# MATERIAL PROVIDED
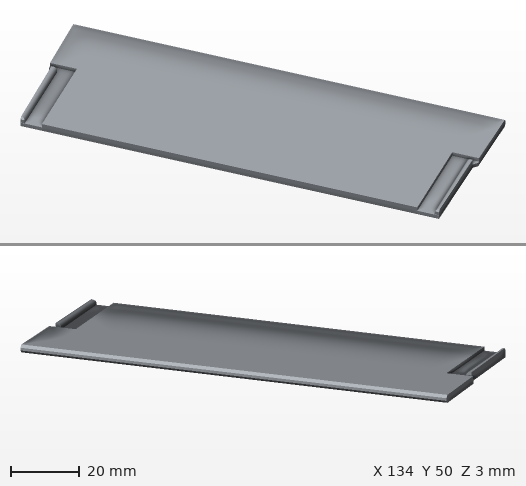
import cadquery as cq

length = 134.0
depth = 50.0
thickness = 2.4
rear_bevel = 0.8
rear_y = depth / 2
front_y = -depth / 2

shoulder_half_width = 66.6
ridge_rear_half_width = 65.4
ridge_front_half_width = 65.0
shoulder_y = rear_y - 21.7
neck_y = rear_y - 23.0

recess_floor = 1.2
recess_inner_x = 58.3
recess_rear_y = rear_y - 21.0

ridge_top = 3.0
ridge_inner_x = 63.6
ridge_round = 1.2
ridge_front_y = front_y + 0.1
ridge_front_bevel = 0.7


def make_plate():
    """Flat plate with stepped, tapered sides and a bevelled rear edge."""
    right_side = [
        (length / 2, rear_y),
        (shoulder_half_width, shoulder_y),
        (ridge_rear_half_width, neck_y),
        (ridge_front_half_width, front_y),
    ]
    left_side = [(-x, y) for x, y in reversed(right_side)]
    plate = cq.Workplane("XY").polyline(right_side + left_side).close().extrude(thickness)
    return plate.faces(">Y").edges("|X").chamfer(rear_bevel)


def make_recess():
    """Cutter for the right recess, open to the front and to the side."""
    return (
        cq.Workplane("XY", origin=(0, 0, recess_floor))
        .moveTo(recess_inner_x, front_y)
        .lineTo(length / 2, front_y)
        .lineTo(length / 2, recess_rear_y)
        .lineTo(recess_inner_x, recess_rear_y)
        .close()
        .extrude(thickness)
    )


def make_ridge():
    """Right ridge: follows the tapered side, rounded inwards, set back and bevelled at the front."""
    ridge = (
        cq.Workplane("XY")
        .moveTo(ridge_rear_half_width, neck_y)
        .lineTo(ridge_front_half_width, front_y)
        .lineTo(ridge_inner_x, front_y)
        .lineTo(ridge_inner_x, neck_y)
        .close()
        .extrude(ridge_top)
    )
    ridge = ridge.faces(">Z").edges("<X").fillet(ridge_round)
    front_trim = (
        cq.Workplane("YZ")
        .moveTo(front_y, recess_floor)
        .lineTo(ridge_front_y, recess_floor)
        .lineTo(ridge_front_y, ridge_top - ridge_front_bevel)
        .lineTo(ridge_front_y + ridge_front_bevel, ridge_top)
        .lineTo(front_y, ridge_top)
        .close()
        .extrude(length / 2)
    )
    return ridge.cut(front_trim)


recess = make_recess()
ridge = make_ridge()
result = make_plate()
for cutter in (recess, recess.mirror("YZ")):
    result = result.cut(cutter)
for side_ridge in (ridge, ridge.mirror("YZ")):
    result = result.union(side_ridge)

---

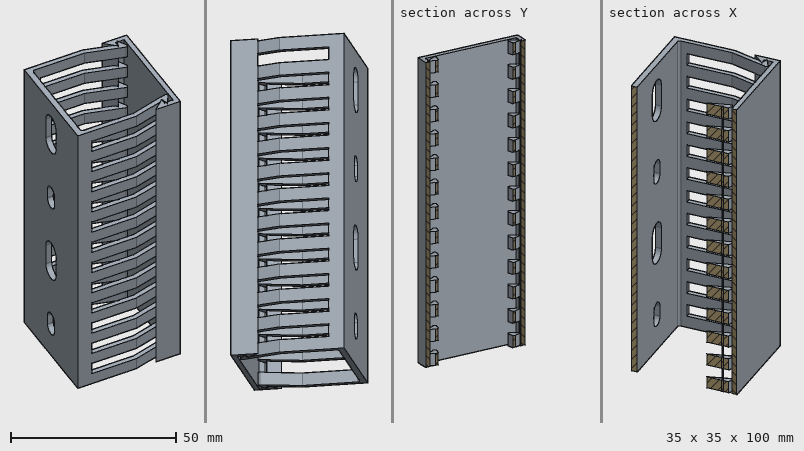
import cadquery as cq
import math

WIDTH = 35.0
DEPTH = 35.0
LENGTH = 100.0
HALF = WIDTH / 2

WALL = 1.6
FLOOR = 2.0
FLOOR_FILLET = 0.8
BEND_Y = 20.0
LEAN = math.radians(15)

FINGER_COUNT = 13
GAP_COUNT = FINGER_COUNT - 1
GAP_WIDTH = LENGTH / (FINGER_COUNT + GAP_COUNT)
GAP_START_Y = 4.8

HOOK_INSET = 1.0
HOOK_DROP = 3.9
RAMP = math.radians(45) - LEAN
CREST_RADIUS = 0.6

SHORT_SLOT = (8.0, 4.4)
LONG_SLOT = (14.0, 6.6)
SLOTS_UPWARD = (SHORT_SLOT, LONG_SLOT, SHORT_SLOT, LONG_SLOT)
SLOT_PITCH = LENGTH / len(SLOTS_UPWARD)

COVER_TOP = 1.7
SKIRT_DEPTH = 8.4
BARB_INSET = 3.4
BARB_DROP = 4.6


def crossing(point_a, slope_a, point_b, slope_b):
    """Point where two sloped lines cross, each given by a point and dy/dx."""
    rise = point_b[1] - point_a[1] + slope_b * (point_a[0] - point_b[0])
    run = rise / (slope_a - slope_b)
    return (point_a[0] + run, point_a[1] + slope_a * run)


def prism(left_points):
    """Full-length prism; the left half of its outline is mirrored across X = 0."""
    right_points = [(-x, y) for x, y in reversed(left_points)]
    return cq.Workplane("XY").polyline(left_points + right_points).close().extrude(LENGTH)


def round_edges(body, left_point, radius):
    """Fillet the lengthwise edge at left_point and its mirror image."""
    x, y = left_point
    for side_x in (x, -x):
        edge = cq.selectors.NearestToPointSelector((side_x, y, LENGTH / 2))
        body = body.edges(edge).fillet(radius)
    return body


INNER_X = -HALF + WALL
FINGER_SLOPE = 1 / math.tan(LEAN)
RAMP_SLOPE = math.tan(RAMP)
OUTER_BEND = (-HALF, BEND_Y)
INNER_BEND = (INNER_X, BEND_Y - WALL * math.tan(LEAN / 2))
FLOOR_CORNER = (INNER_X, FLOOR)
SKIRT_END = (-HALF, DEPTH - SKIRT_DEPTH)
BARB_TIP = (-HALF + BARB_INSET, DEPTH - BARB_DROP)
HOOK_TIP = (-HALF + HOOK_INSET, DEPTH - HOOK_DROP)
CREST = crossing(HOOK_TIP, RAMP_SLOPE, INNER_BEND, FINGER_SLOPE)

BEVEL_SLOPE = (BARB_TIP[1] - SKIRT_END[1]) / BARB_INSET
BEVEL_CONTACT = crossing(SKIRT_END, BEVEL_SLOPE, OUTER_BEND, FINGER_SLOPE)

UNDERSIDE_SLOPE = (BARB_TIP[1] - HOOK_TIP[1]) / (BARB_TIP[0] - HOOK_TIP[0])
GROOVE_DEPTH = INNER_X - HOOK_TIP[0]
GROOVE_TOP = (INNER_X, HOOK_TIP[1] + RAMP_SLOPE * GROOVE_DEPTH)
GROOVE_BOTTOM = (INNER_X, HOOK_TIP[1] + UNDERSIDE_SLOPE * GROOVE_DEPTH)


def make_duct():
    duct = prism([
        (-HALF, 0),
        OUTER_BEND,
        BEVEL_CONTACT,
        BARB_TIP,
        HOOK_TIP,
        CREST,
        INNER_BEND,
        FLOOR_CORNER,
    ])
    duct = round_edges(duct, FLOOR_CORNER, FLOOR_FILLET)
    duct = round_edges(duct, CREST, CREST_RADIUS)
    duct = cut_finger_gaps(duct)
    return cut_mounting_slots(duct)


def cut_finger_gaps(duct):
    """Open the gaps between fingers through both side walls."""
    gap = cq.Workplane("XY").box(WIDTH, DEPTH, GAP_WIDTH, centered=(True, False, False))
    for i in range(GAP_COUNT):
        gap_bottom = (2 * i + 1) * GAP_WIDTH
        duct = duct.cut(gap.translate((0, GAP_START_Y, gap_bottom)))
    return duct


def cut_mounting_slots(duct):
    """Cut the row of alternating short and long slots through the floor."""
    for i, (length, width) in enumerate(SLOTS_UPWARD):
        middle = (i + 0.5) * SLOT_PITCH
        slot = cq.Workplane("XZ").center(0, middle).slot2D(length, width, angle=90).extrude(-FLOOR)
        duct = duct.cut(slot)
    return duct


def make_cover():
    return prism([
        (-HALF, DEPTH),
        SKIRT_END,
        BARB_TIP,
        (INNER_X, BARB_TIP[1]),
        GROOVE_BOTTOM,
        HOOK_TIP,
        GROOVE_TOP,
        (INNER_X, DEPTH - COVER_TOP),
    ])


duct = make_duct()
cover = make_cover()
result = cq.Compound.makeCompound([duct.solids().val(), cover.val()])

# REQUIRED ACTION
Lines holding the string "crossing" must be copied out of the entries above.

# RESPONSE TO THIS EXERCISE
def crossing(point_a, slope_a, point_b, slope_b):
CREST = crossing(HOOK_TIP, RAMP_SLOPE, INNER_BEND, FINGER_SLOPE)
BEVEL_CONTACT = crossing(SKIRT_END, BEVEL_SLOPE, OUTER_BEND, FINGER_SLOPE)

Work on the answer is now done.